Vice Chairperson of Education, Science, Culture, Health and Sports Committee of the Chinese People's Political Consultative Conference
- In office March 2023 – April 2025
- Chairperson: Chen Baosheng

Deputy Director of the National Radio and Television Administration
- In office August 2021 – December 2023
- Director: Nie Chenxi Xu Lin

Deputy Head of the Cyberspace Administration of China
- In office June 2017 – August 2021
- Head: Xu Lin Zhuang Rongwen

Personal details
- Born: September 1963 (age 62) Chongqing, China
- Party: Chinese Communist Party (expelled)
- Alma mater: Management Cadre College of the Ministry of Posts and Telecommunications

Chinese name
- Simplified Chinese: 杨小伟
- Traditional Chinese: 楊小偉

Standard Mandarin
- Hanyu Pinyin: Yáng Xiǎowěi

= Yang Xiaowei =

Yang Xiaowei (杨小伟; born September 1963) is a former Chinese executive and politician. He was investigated by China's top anti-graft agency in April 2025. Previously he served as vice chairperson of Education, Science, Culture, Health and Sports Committee of the Chinese People's Political Consultative Conference, and before that, deputy director of the National Radio and Television Administration and deputy head of the Cyberspace Administration of China. He was a vice president of the All-China Journalists Association.

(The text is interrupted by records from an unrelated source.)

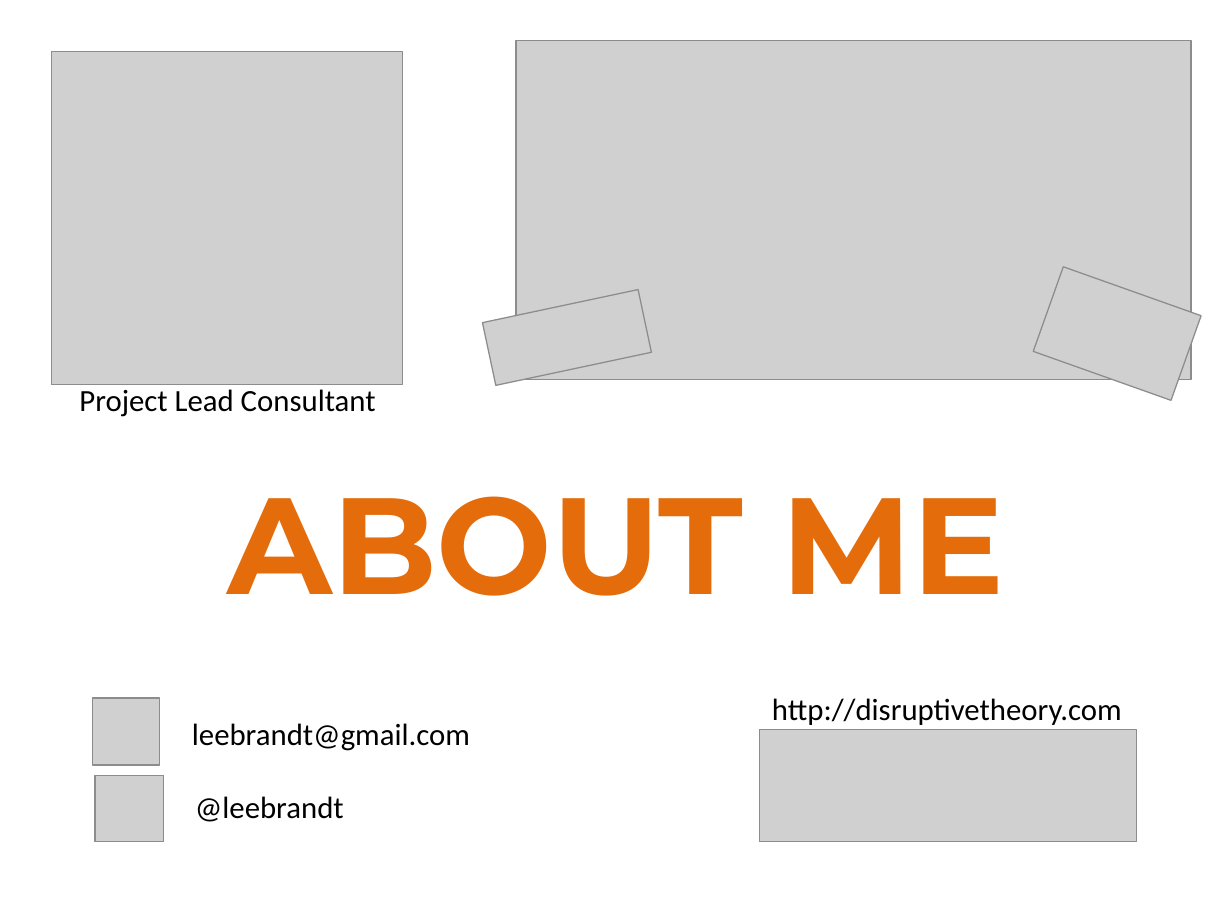
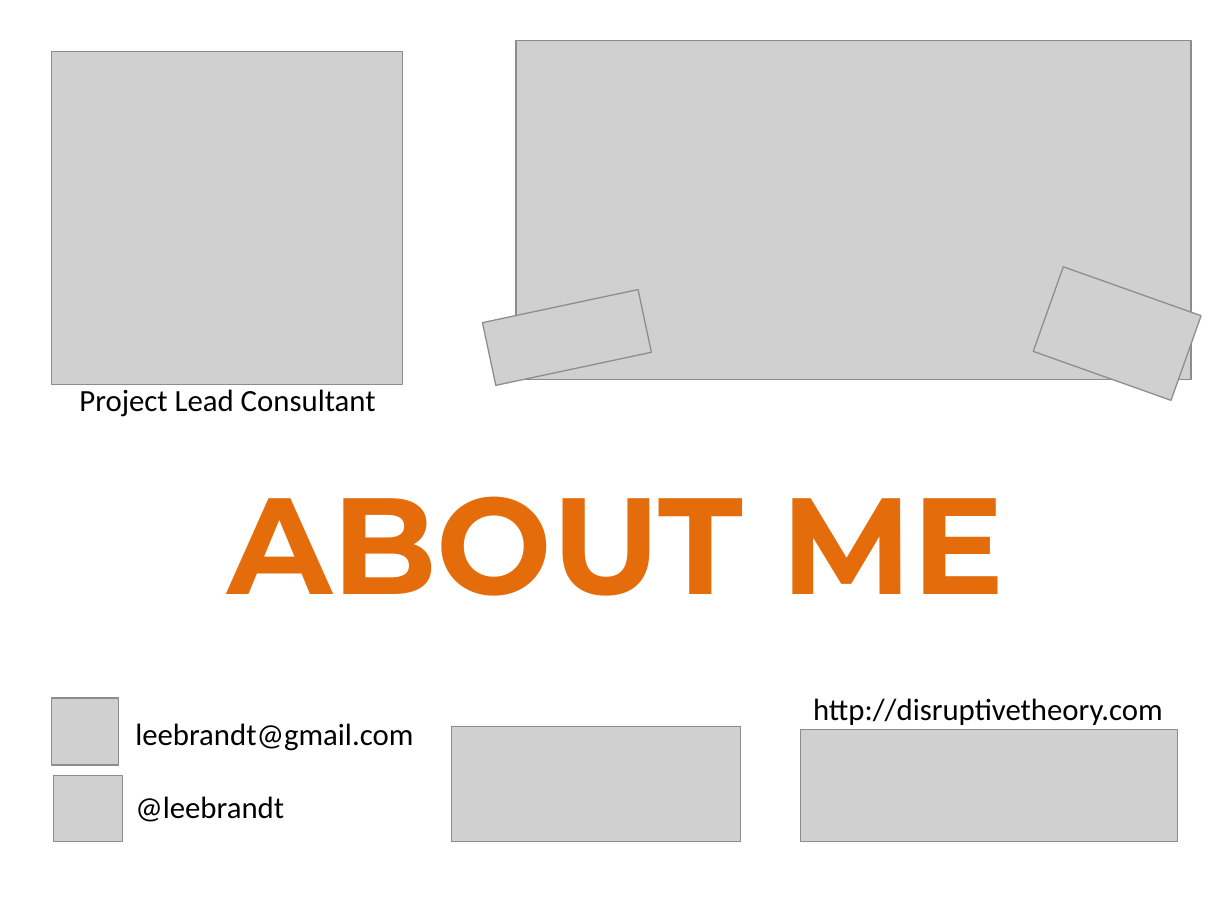
Before and after one commit to leebrandt/Presentations, a slide deck: slide 2 of MVP For Web Forms/MVP.pptx. Drawn at 1232x924 pixels with LibreOffice and Linux fonts; fonts in the diff are those of the drawing; grey boxes stand for pictures. Boxes give left, top, right and bottom in pixels: in the first picture for what was removed or moved away, otherwise in the second. Text is boxed around its words. In the diff, an @@ line names an element or a change of style, - is before the commit and + after.

Commit message:
added finished MVP slide deck

```diff
--- a/MVP For Web Forms/MVP.pptx
+++ b/MVP For Web Forms/MVP.pptx
@@ text "http://disruptivetheory.com": place and size @@
-text "http://disruptivetheory.com" at [772,698,1122,725]
+text "http://disruptivetheory.com" at [813,698,1163,725]
@@ picture: place and size @@
-picture at [92,699,159,765]
+picture at [52,699,118,765]
@@ text "leebrandt@gmail.com": place and size @@
-text "leebrandt@gmail.com" at [192,723,470,751]
+text "leebrandt@gmail.com" at [135,723,413,751]
@@ picture added at [452,727,740,843] @@
@@ picture: place and size @@
-picture at [760,729,1137,841]
+picture at [801,729,1178,841]
@@ picture: place and size @@
-picture at [95,775,164,841]
+picture at [54,775,123,841]
@@ text "@leebrandt": place and size @@
-text "@leebrandt" at [195,796,344,822]
+text "@leebrandt" at [135,796,284,822]
```
Also in this commit, not shown: 5 other slides changed, 8 slides added, 1 slide removed, 2 other files.

Yang was a representative of the 20th National Congress of the Chinese Communist Party and a member of the 14th National Committee of the Chinese People's Political Consultative Conference.

== Early life ==
Yang was born in September 1963, in Chongqing.

== Career ==
Yang entered the workforce in July 1981, and joined the Chinese Communist Party (CCP) in December 1984. He graduated from the Management Cadre College of the Ministry of Posts and Telecommunications in 1990. He worked at Chongqing Telecommunications Bureau for a long time, ultimately being appointed deputy director in July 1995 and director in February 2001.

Yang was general manager of the Chongqing Branch of China United Communications Corporation in February 2002 before being assigned to the similar position in Guangdong in May 2003. He was elevated to deputy general manager of China United Communications Corporation in December 2003.

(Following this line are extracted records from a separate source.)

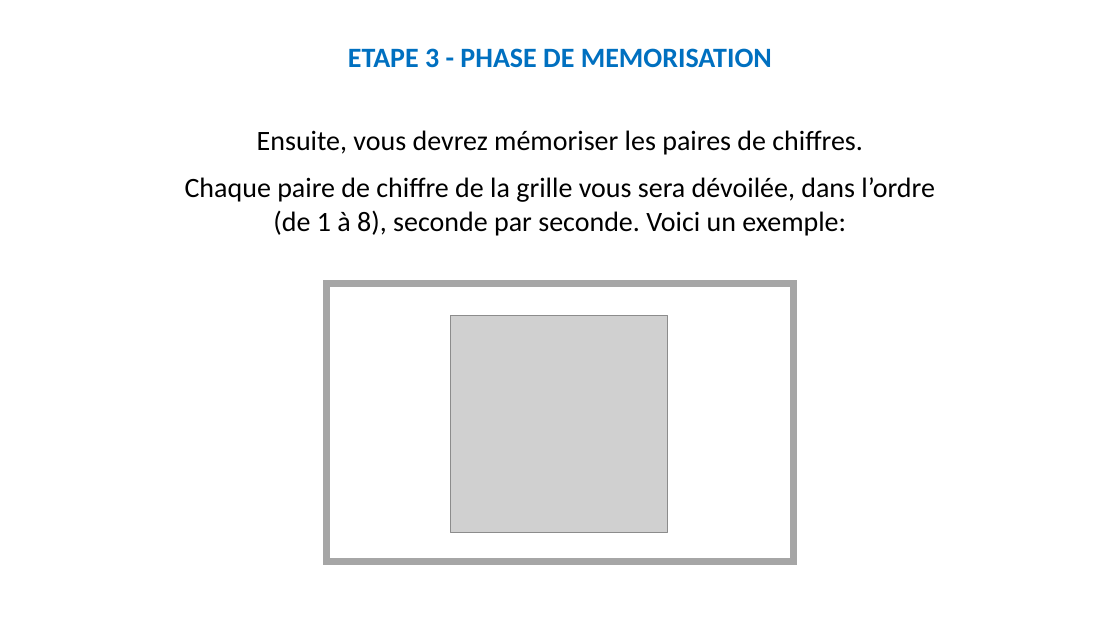
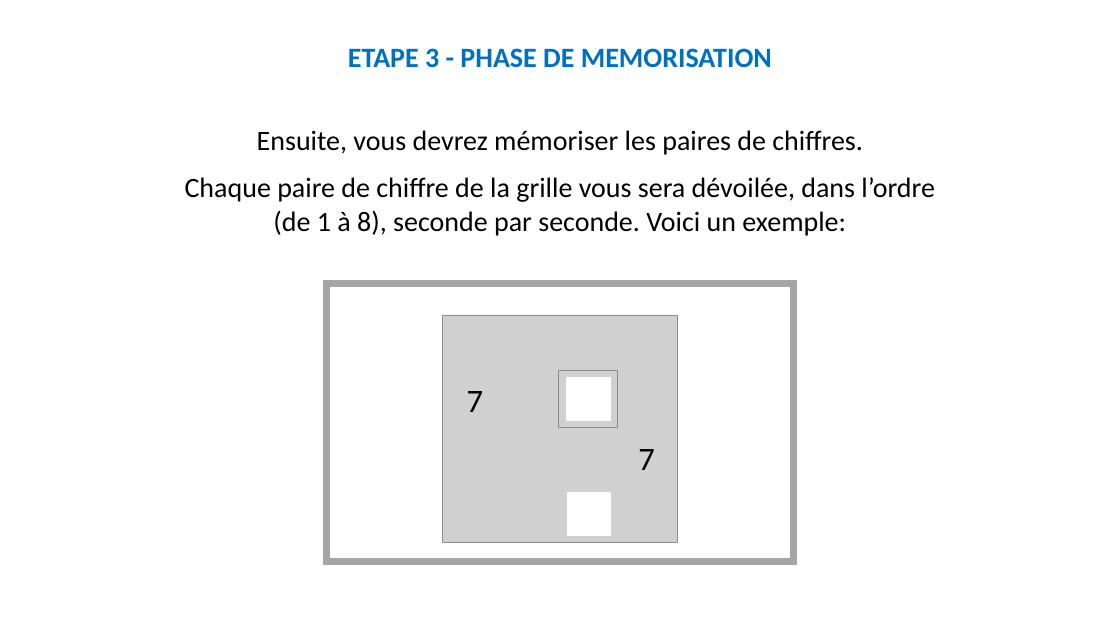
Before and after one commit to MBB-team/Online_Testing, a slide deck: slide 20 of src/SE_ELAN/Stimuli/Instructions.pptx. Drawn at 1120x630 pixels with LibreOffice and Linux fonts; fonts in the diff are those of the drawing; grey boxes stand for pictures. Boxes give left, top, right and bottom in pixels: in the first picture for what was removed or moved away, otherwise in the second. Text is boxed around its words. In the diff, an @@ line names an element or a change of style, - is before the commit and + after.

```diff
--- a/src/SE_ELAN/Stimuli/Instructions.pptx
+++ b/src/SE_ELAN/Stimuli/Instructions.pptx
@@ text added at (x1=467, y1=391, x2=484, y2=412), 28 pt, text #000000 @@
+7
@@ text added at (x1=638, y1=449, x2=655, y2=470), 28 pt, text #000000 @@
+7
@@ group added at (x1=443, y1=315, x2=677, y2=543): 2 pictures, 2 rectangles @@
```
Also in this commit, not shown: 13 other slides changed, 2 other files.

In May 2008, Yang became deputy general manager of China Telecommunications Corporation, rising to general manager in April 2016.

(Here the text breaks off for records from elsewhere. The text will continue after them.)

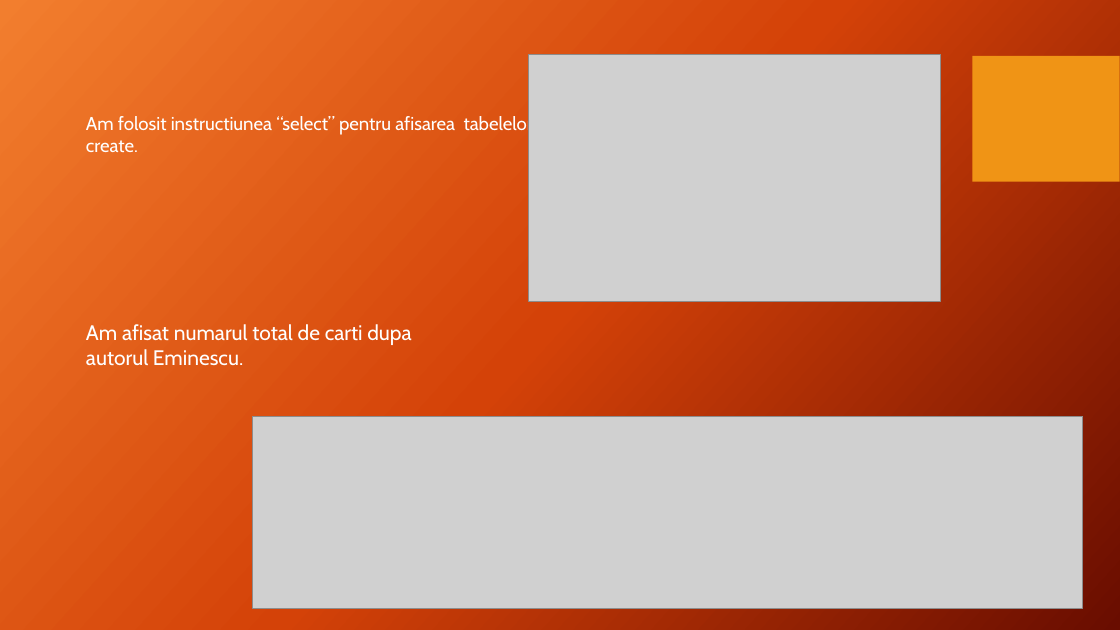
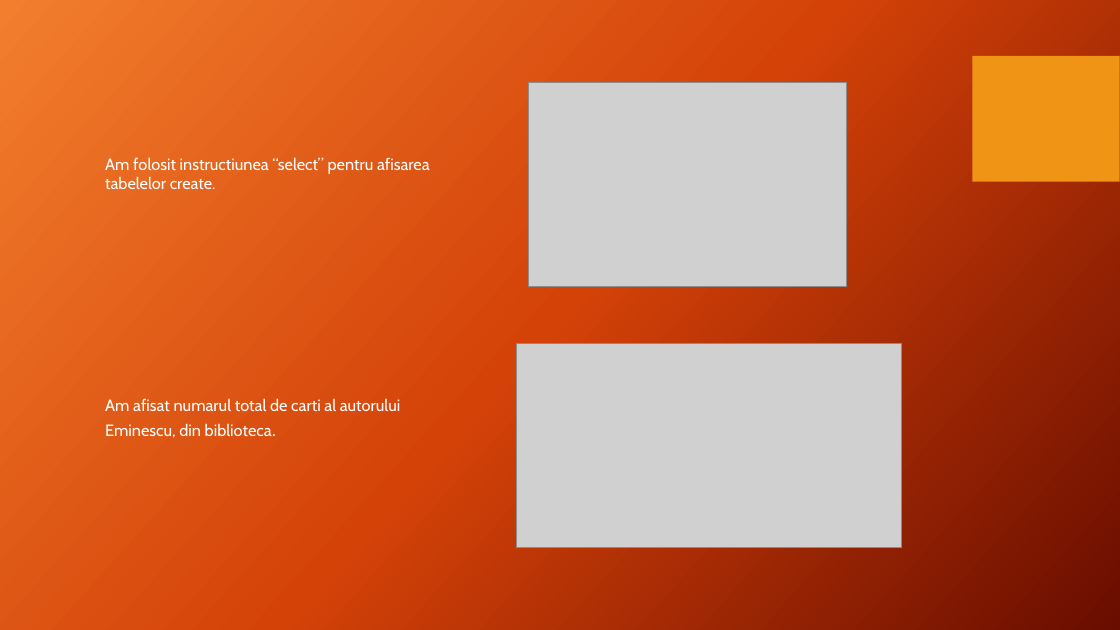
Before and after one commit to Nicoleta-24/proiect_testare, a slide deck: slide 10 of Proiect final.pptx. Drawn at 1120x630 pixels with LibreOffice and Linux fonts; fonts in the diff are those of the drawing; grey boxes stand for pictures; background and template pictures are left out. Boxes give left, top, right and bottom in pixels: in the first picture for what was removed or moved away, otherwise in the second. Text is boxed around its words. In the diff, an @@ line names an element or a change of style, - is before the commit and + after.

```diff
--- a/Proiect final.pptx
+++ b/Proiect final.pptx
@@ picture: place and size @@
-picture at (529,55,941,302)
+picture at (529,82,847,287)
@@ text "Am folosit instructiunea “select” pentru ...": place and size @@
-text "Am folosit instructiunea “select” pentru ..." at (86,114,533,152)
+text "Am folosit instructiunea “select” pentru ..." at (105,157,430,189)
@@ text "Am folosit instructiunea “select” pentru ..." at (105,157,430,189): size 16 to 14 pt @@
@@ picture: place and size @@
-picture at (252,416,1083,608)
+picture at (517,343,902,548)
@@ text at (105,398,401,438): text changed; size 18 to 14 pt @@
-Am afisat numarul total de carti dupa autorul Eminescu.
+Am afisat numarul total de carti al autorului Eminescu, din biblioteca.
```
Also in this commit, not shown: 10 other slides changed, 1 slide added, 1 slide removed, 1 other file.

In June 2017, Yang became deputy head of the Cyberspace Administration of China, he remained in that position until August 2021, when he was appointed deputy director of the National Radio and Television Administration. He took up the post of vice chairperson of Education, Science, Culture, Health and Sports Committee of the Chinese People's Political Consultative Conference which he held only from March 2023 to April 2025, although he remained deputy director of the National Radio and Television Administration until December 2023.

== Investigation ==
On 17 April 2025, Yang was placed under investigation for "serious violations of laws and regulations" by the Central Commission for Discipline Inspection (CCDI), the party's internal disciplinary body, and the National Supervisory Commission, the highest anti-corruption agency of China. On 10 November, Yang was expelled from the Party and the public office.